» GIVEN ENTRIES
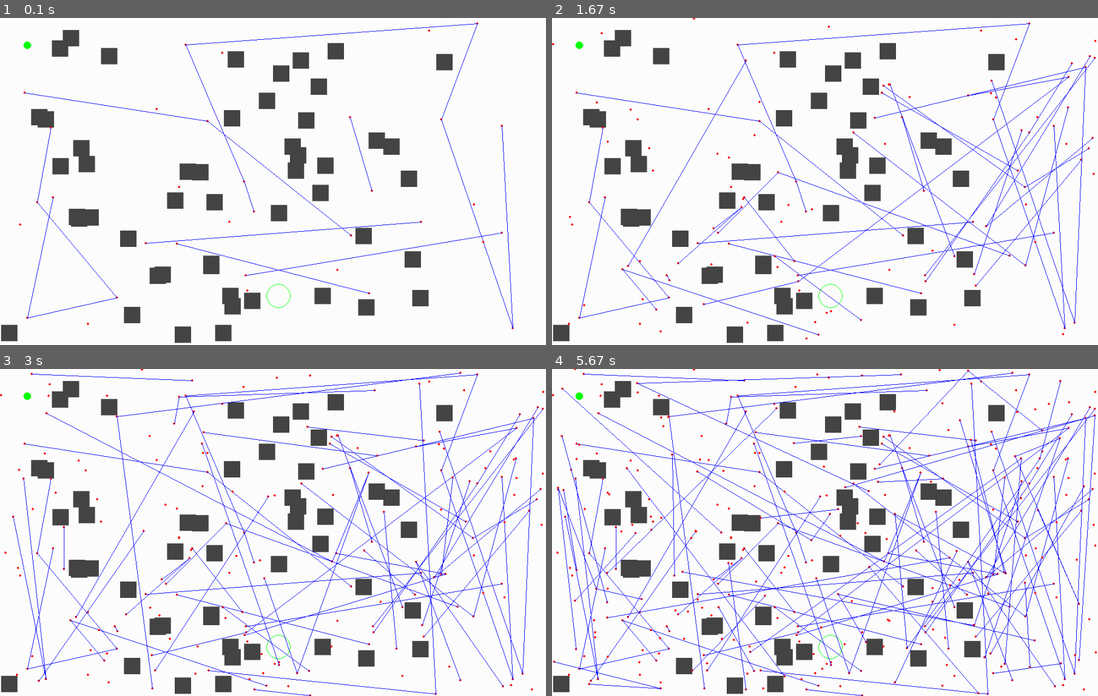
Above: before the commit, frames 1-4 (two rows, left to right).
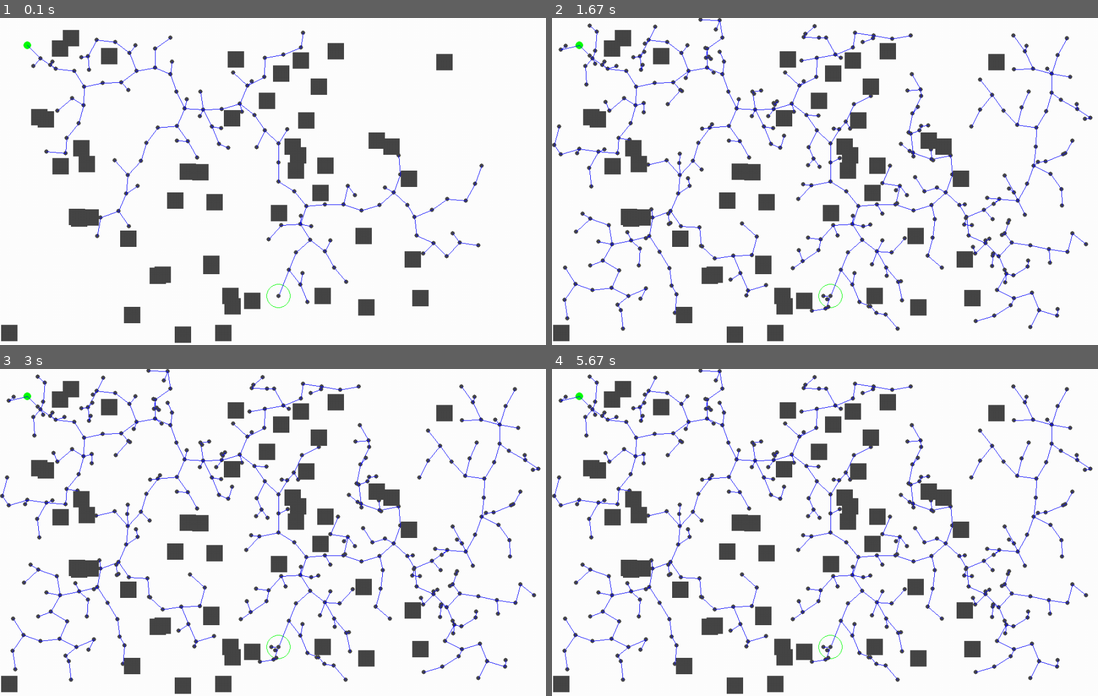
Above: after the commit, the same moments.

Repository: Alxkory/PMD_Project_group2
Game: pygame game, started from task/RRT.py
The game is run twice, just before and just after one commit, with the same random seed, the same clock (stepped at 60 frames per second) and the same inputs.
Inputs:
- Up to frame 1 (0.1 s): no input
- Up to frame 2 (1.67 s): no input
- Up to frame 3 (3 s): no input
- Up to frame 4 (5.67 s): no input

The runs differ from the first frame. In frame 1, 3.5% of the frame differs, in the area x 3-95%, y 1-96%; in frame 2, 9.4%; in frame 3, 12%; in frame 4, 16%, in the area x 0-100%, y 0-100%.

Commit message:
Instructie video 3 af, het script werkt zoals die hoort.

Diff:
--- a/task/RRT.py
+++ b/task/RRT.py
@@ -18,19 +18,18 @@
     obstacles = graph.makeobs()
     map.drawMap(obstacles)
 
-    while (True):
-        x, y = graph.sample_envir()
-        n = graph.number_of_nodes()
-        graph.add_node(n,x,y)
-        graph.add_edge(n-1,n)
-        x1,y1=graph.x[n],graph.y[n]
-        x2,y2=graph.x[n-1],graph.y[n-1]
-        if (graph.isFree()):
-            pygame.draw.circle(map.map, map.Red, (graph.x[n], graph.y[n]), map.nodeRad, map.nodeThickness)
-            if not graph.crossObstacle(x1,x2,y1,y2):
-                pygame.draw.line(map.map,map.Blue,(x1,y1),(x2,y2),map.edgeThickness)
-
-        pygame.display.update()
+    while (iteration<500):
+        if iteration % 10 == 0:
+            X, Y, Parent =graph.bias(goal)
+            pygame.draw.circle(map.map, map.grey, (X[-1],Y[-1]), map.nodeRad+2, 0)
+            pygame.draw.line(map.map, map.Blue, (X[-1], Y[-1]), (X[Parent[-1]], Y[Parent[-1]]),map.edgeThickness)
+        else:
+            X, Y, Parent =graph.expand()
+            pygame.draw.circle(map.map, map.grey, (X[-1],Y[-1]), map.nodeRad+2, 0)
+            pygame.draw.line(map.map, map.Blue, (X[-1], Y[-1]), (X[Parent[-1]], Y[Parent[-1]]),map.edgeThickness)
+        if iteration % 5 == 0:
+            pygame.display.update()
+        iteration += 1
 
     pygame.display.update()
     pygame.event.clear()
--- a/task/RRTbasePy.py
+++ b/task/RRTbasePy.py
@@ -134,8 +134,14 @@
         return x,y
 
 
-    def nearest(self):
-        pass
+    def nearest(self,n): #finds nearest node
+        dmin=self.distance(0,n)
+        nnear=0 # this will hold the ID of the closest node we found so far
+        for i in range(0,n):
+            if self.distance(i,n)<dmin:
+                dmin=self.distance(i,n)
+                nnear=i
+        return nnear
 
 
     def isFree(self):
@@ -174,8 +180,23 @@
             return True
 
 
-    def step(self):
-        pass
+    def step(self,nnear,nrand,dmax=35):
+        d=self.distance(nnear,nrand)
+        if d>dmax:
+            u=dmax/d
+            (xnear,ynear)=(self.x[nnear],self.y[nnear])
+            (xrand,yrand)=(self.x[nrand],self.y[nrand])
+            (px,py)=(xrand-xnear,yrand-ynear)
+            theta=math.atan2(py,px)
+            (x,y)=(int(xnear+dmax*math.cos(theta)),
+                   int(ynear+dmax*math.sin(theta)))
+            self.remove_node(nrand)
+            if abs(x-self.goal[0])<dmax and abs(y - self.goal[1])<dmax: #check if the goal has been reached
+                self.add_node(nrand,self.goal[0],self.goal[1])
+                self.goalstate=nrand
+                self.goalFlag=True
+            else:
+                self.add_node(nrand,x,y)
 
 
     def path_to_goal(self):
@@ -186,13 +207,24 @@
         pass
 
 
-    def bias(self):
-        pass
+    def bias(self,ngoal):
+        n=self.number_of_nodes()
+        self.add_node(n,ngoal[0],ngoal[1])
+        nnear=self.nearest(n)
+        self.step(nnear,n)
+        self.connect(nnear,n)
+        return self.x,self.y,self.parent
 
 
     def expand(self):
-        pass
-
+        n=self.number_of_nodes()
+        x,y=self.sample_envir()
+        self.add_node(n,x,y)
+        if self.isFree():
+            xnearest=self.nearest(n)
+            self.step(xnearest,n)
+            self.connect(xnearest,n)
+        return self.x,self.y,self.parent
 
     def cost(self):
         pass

» TASK
Your reply should contain only an exact copy of the lines from the beginning of the material through the line with "Y, Parent =graph.expand()", both ends included, with the pictures removed.

» ANSWER SECTION
Above: before the commit, frames 1-4 (two rows, left to right).
Above: after the commit, the same moments.

Repository: Alxkory/PMD_Project_group2
Game: pygame game, started from task/RRT.py
The game is run twice, just before and just after one commit, with the same random seed, the same clock (stepped at 60 frames per second) and the same inputs.
Inputs:
- Up to frame 1 (0.1 s): no input
- Up to frame 2 (1.67 s): no input
- Up to frame 3 (3 s): no input
- Up to frame 4 (5.67 s): no input

The runs differ from the first frame. In frame 1, 3.5% of the frame differs, in the area x 3-95%, y 1-96%; in frame 2, 9.4%; in frame 3, 12%; in frame 4, 16%, in the area x 0-100%, y 0-100%.

Commit message:
Instructie video 3 af, het script werkt zoals die hoort.

Diff:
--- a/task/RRT.py
+++ b/task/RRT.py
@@ -18,19 +18,18 @@
     obstacles = graph.makeobs()
     map.drawMap(obstacles)
 
-    while (True):
-        x, y = graph.sample_envir()
-        n = graph.number_of_nodes()
-        graph.add_node(n,x,y)
-        graph.add_edge(n-1,n)
-        x1,y1=graph.x[n],graph.y[n]
-        x2,y2=graph.x[n-1],graph.y[n-1]
-        if (graph.isFree()):
-            pygame.draw.circle(map.map, map.Red, (graph.x[n], graph.y[n]), map.nodeRad, map.nodeThickness)
-            if not graph.crossObstacle(x1,x2,y1,y2):
-                pygame.draw.line(map.map,map.Blue,(x1,y1),(x2,y2),map.edgeThickness)
-
-        pygame.display.update()
+    while (iteration<500):
+        if iteration % 10 == 0:
+            X, Y, Parent =graph.bias(goal)
+            pygame.draw.circle(map.map, map.grey, (X[-1],Y[-1]), map.nodeRad+2, 0)
+            pygame.draw.line(map.map, map.Blue, (X[-1], Y[-1]), (X[Parent[-1]], Y[Parent[-1]]),map.edgeThickness)
+        else:
+            X, Y, Parent =graph.expand()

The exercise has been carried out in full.